> **RECORDS SHOWN**
####
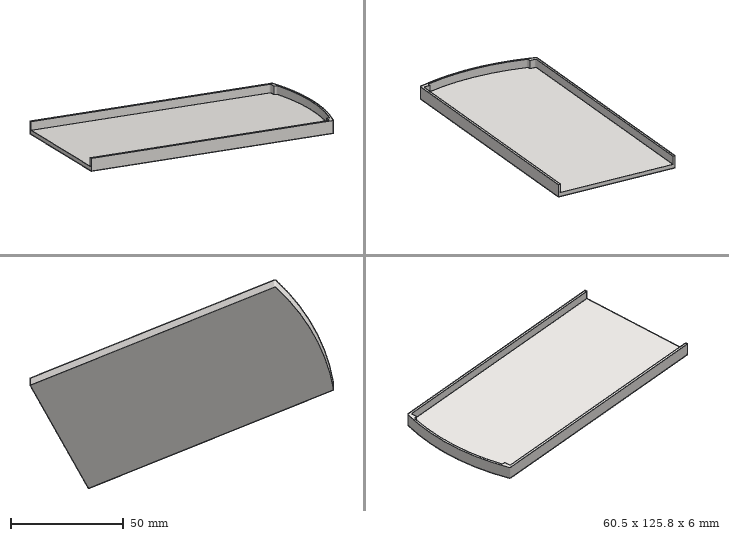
import cadquery as cq
import math

width = 60.5
length = 125.8
height = 6.0

floor_thickness = 2.0
side_wall = 1.1
arch_wall = 1.0
arch_rise = 4.7
corner_radius = 0.8

block_reach = 4.3
block_depth = 6.0
inner_radius = 0.8

half_width = width / 2
front_y = -length / 2
crown_y = length / 2
shoulder_y = crown_y - arch_rise
arch_radius = (half_width**2 + arch_rise**2) / (2 * arch_rise)
arch_center_y = crown_y - arch_radius


def arch_y(x, radius):
    """Height in Y of an arc concentric with the arched end."""
    return arch_center_y + math.sqrt(radius**2 - x**2)


def make_body():
    """Solid plate with one arched end and slightly rounded shoulders."""
    body = (
        cq.Workplane("XY")
        .moveTo(-half_width, front_y)
        .lineTo(half_width, front_y)
        .lineTo(half_width, shoulder_y)
        .threePointArc((0, crown_y), (-half_width, shoulder_y))
        .close()
        .extrude(height)
    )
    shoulders = cq.selectors.BoxSelector(
        (-width, shoulder_y - side_wall, -height),
        (width, shoulder_y + side_wall, 2 * height),
    )
    return body.edges("|Z").edges(shoulders).fillet(corner_radius)


def make_cavity():
    """Space above the floor, open at the front and stepped at the blocks."""
    inner_x = half_width - side_wall
    block_x = half_width - block_reach
    block_y = crown_y - block_depth
    inner_arch_radius = arch_radius - arch_wall
    arch_end_y = arch_y(block_x, inner_arch_radius)
    cavity = (
        cq.Workplane("XY", origin=(0, 0, floor_thickness))
        .moveTo(-inner_x, front_y)
        .lineTo(inner_x, front_y)
        .lineTo(inner_x, block_y)
        .lineTo(block_x, block_y)
        .lineTo(block_x, arch_end_y)
        .threePointArc((0, crown_y - arch_wall), (-block_x, arch_end_y))
        .lineTo(-block_x, block_y)
        .lineTo(-inner_x, block_y)
        .close()
        .extrude(height - floor_thickness)
    )
    for corner_x, corner_y in ((inner_x, block_y), (block_x, arch_end_y)):
        for side in (-1, 1):
            corner = cq.selectors.NearestToPointSelector((side * corner_x, corner_y, height / 2))
            cavity = cavity.edges("|Z").edges(corner).fillet(inner_radius)
    return cavity


result = make_body().cut(make_cavity())
####
> **WORK ORDER**
Repeat the records above exactly, without any pictures.

> **TASK ANSWER**
import cadquery as cq
import math

width = 60.5
length = 125.8
height = 6.0

floor_thickness = 2.0
side_wall = 1.1
arch_wall = 1.0
arch_rise = 4.7
corner_radius = 0.8

block_reach = 4.3
block_depth = 6.0
inner_radius = 0.8

half_width = width / 2
front_y = -length / 2
crown_y = length / 2
shoulder_y = crown_y - arch_rise
arch_radius = (half_width**2 + arch_rise**2) / (2 * arch_rise)
arch_center_y = crown_y - arch_radius


def arch_y(x, radius):
    """Height in Y of an arc concentric with the arched end."""
    return arch_center_y + math.sqrt(radius**2 - x**2)


def make_body():
    """Solid plate with one arched end and slightly rounded shoulders."""
    body = (
        cq.Workplane("XY")
        .moveTo(-half_width, front_y)
        .lineTo(half_width, front_y)
        .lineTo(half_width, shoulder_y)
        .threePointArc((0, crown_y), (-half_width, shoulder_y))
        .close()
        .extrude(height)
    )
    shoulders = cq.selectors.BoxSelector(
        (-width, shoulder_y - side_wall, -height),
        (width, shoulder_y + side_wall, 2 * height),
    )
    return body.edges("|Z").edges(shoulders).fillet(corner_radius)


def make_cavity():
    """Space above the floor, open at the front and stepped at the blocks."""
    inner_x = half_width - side_wall
    block_x = half_width - block_reach
    block_y = crown_y - block_depth
    inner_arch_radius = arch_radius - arch_wall
    arch_end_y = arch_y(block_x, inner_arch_radius)
    cavity = (
        cq.Workplane("XY", origin=(0, 0, floor_thickness))
        .moveTo(-inner_x, front_y)
        .lineTo(inner_x, front_y)
        .lineTo(inner_x, block_y)
        .lineTo(block_x, block_y)
        .lineTo(block_x, arch_end_y)
        .threePointArc((0, crown_y - arch_wall), (-block_x, arch_end_y))
        .lineTo(-block_x, block_y)
        .lineTo(-inner_x, block_y)
        .close()
        .extrude(height - floor_thickness)
    )
    for corner_x, corner_y in ((inner_x, block_y), (block_x, arch_end_y)):
        for side in (-1, 1):
            corner = cq.selectors.NearestToPointSelector((side * corner_x, corner_y, height / 2))
            cavity = cavity.edges("|Z").edges(corner).fillet(inner_radius)
    return cavity


result = make_body().cut(make_cavity())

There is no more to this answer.